There will be lots of opportunities to see things if you are going coast to coast. The PC is just south of the Alleghany mountains, however, with several scenic drive opportunities within a few hours. Scenic also tends to be time consuming, however, so it depends on your schedule. A nice couple which did PCD with my son and I were from San Francisco and were driving from PCD to Myrtle Beach to go ocean to ocean. Myrtle should be 3 to 4 hours east of Greer (Charleston would actually be closer and a whole different experience than Myrtle Beach).

Jim


----------



## I-Won-Today (Feb 21, 2007)

If you are wanting to see the eastern coast before heading west, I would nominate Charleston, SC or Savannah, GA. Actually, anywhere in between those two places would be nice.

The Blue Ridge mountains are only about an hour away and there are sever state and national parks to visit. If you like waterfalls and hikiking, I would pay a visit to Dupont State Forrest.

Look forward to seeing you soon :thumbup:


----------



## IrvRobinson (May 10, 2006)

Hey Rob,have a great time at the PC, I'll try and give you a call when you are on your lunch break before you take the hot lap in the M5 !


----------



## Gig103 (Sep 10, 2007)

Is your wife excited? Just curious because my wife was excited, and then we got there and she was so nervous at first. A little encouragement from Donnie and she ended up doing great and having a blast!


----------



## Hasek9339 (Feb 5, 2009)

+3 Irv is Great
I used him What a great guy!

PCD is the only way to take a delivery of a new Bimmer if you can't travel to Germany to do an ED

Yes you must get on the M5 hot lap it is just amazing!


----------



## RoBMWED (Aug 3, 2007)

*What a HIGH SPEED Trip !*

Folks !

Thank you all for your comments !

I was traveling and missed them until we got to the Performance Center !

We were greeted by Willi (she is VERY nice !) and Donnie and Jonathan.

Incredible experience. They covered everything and we got plenty of practice driving.

Donnie's hot lap was highlighted by the black cat running across the track in front of us.

We left the next day and drove the Tail of the Dragon in the rain ! That experience was a reminder of the training we got driving on the skid pad !

And then there was a very special personal guest, who appeared at the hotel the night before the course to greet my wife and I.

We drove cross-country and finished with five days of driving, covering 3,475 miles with 34.5 mpg with our diesel.

A great finale to our European Delivery.


----------



## I-Won-Today (Feb 21, 2007)

Congrats :thumbup:

It was a pleasure meeting you both!

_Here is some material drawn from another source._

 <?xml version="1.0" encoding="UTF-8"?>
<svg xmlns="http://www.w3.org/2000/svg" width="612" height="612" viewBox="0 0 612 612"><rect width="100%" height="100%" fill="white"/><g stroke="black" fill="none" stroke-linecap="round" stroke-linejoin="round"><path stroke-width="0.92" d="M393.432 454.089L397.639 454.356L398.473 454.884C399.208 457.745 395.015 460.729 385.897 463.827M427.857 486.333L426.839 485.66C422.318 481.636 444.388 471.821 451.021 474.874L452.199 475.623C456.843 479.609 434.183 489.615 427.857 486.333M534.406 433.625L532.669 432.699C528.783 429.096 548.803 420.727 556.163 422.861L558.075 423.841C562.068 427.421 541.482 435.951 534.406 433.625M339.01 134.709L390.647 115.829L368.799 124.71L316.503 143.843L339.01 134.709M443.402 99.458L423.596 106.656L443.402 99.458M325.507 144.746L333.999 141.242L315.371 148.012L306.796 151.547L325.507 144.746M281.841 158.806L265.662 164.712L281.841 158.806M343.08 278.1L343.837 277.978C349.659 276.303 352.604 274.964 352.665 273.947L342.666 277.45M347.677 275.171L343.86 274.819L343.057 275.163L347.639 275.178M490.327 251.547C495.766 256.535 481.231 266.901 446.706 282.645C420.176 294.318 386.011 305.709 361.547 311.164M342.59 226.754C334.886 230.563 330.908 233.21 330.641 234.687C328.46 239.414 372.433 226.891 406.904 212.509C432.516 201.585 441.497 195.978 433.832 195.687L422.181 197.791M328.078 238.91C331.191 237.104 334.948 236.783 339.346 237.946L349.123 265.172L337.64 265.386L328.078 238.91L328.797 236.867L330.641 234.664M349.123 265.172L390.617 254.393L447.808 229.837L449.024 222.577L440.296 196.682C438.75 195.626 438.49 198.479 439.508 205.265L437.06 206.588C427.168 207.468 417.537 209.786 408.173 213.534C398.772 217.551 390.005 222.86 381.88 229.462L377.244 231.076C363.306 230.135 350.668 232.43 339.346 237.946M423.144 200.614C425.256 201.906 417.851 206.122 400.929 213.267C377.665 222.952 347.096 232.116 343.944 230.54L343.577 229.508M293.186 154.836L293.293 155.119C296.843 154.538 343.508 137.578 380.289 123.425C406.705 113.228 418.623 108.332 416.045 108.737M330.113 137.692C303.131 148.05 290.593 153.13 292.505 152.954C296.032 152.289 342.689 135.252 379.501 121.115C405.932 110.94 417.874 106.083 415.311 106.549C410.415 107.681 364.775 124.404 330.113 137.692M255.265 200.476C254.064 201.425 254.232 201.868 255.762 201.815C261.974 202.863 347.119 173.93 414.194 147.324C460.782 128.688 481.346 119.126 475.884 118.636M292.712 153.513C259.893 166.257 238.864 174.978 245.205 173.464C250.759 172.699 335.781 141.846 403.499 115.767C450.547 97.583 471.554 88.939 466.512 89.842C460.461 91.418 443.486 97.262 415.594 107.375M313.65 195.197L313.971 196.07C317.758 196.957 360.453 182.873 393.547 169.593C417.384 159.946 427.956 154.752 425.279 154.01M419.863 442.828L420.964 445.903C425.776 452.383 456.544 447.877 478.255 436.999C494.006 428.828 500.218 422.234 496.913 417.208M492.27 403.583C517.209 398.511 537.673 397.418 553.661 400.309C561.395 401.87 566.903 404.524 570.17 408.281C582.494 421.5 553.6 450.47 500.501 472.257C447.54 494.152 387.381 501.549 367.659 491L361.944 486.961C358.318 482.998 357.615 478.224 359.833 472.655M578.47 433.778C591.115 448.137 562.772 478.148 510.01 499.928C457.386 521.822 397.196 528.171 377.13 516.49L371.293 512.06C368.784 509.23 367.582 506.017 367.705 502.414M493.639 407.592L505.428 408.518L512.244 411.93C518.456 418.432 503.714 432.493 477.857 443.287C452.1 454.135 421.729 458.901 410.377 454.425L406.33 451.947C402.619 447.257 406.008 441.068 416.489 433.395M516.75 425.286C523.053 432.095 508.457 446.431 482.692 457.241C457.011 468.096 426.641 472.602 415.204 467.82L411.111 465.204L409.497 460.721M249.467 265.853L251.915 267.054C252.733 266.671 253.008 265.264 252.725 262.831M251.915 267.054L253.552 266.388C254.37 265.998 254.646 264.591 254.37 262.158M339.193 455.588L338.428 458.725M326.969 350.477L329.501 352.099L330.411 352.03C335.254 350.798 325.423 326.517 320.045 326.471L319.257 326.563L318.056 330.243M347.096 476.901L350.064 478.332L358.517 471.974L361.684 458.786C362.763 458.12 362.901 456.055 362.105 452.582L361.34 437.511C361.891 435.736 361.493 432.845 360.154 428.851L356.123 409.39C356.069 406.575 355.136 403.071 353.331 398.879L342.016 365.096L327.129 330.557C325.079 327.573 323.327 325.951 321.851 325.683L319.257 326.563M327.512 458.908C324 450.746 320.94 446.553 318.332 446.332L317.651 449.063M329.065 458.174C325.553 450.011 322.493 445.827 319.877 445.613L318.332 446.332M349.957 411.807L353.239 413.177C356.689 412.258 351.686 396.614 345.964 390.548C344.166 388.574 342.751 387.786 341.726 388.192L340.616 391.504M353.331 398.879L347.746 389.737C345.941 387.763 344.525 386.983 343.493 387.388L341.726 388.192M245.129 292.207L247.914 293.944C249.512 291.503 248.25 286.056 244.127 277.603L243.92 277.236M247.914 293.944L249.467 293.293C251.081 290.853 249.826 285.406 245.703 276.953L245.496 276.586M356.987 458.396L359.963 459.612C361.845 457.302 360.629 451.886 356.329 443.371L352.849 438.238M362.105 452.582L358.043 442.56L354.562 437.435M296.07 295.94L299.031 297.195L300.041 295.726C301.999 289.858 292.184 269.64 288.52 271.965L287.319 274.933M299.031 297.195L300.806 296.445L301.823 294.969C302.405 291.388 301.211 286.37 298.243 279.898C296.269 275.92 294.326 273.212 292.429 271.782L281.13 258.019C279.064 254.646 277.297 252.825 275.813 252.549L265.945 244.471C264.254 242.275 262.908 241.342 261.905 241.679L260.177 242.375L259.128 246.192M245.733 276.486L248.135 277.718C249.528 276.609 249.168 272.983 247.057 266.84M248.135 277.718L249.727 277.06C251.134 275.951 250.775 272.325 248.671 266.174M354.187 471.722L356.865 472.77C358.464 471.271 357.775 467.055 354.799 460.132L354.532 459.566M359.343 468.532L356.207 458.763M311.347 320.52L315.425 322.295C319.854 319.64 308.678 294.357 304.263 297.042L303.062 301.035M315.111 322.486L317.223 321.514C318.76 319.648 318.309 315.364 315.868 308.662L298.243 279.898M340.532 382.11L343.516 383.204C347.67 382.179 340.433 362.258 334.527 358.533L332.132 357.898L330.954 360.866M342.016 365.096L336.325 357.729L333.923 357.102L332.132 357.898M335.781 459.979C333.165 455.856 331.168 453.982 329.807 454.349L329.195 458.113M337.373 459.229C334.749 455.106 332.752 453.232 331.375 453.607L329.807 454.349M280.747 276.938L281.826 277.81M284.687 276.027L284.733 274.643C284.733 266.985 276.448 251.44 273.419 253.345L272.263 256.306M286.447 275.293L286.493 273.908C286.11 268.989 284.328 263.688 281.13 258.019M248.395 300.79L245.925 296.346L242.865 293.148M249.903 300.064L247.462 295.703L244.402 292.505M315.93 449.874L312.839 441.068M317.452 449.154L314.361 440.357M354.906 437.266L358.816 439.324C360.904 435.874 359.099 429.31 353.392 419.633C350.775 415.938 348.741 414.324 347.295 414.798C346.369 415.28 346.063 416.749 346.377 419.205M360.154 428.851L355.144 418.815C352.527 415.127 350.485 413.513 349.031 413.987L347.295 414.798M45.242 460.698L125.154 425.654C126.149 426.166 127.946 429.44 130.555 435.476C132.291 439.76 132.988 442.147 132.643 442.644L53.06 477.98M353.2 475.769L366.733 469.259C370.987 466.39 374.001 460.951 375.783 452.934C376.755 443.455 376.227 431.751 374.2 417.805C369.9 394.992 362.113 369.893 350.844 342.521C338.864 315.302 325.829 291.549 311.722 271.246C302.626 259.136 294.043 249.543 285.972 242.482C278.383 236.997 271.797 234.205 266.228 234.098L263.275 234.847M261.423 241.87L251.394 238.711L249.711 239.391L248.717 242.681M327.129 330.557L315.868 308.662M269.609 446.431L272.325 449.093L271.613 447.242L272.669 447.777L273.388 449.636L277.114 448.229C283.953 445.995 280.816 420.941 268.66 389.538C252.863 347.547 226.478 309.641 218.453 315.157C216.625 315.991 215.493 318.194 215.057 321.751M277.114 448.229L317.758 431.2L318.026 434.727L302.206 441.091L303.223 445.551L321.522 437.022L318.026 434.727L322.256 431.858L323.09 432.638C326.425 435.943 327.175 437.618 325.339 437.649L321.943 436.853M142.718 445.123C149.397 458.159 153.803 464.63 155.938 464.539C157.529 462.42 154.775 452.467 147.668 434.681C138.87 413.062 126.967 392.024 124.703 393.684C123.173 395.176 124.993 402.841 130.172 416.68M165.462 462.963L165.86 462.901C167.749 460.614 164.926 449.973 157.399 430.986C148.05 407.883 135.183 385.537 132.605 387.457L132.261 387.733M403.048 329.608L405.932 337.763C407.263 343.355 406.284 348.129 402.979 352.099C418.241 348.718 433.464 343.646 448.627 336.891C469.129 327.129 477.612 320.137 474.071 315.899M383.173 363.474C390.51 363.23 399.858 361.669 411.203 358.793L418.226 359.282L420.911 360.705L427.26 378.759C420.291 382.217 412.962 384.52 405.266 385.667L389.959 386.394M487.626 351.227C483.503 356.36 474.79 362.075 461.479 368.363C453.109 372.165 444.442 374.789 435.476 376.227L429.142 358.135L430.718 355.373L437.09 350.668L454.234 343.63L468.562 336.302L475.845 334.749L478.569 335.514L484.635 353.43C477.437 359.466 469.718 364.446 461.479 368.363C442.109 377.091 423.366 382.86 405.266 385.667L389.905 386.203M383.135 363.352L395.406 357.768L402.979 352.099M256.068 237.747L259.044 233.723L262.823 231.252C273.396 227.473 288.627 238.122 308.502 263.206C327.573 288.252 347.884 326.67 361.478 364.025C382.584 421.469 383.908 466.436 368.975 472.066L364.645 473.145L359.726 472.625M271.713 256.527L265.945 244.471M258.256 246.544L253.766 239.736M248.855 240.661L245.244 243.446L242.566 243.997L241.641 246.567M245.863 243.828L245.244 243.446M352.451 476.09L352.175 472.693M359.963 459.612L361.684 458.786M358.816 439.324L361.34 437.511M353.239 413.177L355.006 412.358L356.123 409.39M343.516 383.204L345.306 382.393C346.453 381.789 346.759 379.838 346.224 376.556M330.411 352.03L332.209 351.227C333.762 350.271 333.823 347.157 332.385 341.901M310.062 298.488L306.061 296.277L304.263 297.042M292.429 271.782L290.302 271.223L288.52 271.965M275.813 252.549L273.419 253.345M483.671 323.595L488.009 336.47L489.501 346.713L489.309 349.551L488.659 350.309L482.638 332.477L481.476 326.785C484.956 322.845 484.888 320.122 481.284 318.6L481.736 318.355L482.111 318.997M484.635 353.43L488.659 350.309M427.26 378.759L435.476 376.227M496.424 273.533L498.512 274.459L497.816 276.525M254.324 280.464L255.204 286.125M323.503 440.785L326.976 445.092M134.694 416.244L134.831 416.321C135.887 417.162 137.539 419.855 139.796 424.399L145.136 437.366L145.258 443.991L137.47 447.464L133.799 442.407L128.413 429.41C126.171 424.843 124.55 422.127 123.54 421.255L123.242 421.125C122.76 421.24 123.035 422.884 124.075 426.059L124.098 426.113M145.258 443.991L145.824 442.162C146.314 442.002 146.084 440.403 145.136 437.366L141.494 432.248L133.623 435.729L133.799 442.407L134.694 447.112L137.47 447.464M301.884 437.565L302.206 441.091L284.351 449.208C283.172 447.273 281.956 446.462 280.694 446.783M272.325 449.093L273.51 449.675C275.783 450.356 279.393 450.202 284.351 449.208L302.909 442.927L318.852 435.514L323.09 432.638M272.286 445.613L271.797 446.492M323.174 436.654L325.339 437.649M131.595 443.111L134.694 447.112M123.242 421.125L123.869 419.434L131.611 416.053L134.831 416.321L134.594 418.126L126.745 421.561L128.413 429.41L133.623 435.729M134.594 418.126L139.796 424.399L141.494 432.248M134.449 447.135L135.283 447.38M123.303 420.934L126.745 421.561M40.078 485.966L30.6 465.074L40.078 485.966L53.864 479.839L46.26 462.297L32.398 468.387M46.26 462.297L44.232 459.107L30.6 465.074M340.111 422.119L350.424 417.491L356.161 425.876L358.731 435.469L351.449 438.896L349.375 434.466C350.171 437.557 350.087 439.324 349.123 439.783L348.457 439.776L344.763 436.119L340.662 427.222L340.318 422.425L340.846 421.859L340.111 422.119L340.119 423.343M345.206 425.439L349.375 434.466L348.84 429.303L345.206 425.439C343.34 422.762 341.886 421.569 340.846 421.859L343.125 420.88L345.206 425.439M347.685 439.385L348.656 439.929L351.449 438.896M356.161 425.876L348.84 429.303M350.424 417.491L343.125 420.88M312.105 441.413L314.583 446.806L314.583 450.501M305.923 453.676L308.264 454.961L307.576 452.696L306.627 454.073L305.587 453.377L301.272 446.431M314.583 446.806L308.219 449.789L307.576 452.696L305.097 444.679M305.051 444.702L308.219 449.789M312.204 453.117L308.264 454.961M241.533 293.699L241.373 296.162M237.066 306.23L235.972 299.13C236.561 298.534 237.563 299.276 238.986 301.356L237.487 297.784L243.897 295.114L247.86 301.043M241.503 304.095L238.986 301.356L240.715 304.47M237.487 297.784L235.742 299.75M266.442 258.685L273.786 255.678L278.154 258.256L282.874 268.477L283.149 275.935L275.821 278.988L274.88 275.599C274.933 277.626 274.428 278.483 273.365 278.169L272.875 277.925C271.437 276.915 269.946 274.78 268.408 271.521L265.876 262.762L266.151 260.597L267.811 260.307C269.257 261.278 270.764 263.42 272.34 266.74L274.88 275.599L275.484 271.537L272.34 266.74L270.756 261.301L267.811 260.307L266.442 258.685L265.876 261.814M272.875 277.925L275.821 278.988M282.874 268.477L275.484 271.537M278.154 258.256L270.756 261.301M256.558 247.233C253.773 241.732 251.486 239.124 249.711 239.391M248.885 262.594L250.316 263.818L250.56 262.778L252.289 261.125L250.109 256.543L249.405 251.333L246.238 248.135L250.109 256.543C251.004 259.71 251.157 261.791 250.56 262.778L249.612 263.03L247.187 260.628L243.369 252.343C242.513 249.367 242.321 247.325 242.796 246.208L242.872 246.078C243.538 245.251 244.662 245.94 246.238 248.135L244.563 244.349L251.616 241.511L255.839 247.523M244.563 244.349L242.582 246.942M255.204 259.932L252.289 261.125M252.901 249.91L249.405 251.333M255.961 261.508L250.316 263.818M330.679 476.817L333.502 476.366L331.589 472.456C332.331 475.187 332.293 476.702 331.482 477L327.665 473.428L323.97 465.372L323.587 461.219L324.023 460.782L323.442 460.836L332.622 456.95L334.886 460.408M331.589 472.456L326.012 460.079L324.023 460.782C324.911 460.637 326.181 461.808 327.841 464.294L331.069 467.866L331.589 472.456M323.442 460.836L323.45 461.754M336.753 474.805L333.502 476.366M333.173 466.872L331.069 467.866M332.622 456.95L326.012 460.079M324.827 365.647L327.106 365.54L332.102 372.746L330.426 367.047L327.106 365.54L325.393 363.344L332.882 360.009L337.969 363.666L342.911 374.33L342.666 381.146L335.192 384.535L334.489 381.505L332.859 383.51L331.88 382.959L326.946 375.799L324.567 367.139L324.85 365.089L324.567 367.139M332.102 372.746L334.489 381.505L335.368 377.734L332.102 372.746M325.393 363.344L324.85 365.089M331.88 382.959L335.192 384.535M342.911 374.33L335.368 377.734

Glad to hear you had a great time and a safe trip home.

Enjoy your BMW!


----------



## IrvRobinson (May 10, 2006)

RoBMWED said:


> Folks !
> 
> Thank you all for your comments !
> 
> ...


It was my pleasujre to be able to surprise you both the night before youe PCD. I couldn't have had better dinner companions.The wine you brought in from Italy was unlike anything I have ever tasted before.It's a good thing you warned me about it's potency first,so I didn't embarress myself.

We had been in communication for about a year before you picked up your car and I think you were in Germany for about 5 months before your actual p/u date.I couldn't pass up the chance to meet you both since I knew you didn't have time to stop by to visit me in Barrington because of your tight schedule.

With the help of Kelli,Willi,Donnie, Jonathan and the entire staff at the Marriott , we were able to pull of this " ultimate delivery " in person. I felt bad that after your long journey home ( 3500 miles ) ,you only had about 15 hours to get on the plane and head back to Germany.


----------



## IrvRobinson (May 10, 2006)

again,thanks to everyone at the PC for taking such good care of all of my customers !

The M3 coupe was a blast to drive.........


----------



## I-Won-Today (Feb 21, 2007)

You're more than welcome Irv! It was great seeing you again.


----------



## JimD1 (Jun 5, 2009)

RoBMWED,

If you drove tail of the dragon, did you check out the 3 websites where they post pictures? Maybe they don't take them in the rain, I don't know, but I bought a few from when I drove it. I just googled "tail of the dragon pictures" to find them. You can review the pictures from the day you were there on line and buy them if you like them. You can get prints or CDs or both. They are taken by professional photographers who make a living hanging out along the dragon and taking pictures for people to buy from them.

Jim


----------



## willwin2day (Apr 4, 2006)

You made it a fun day for us!

Thanks!
Donnie


----------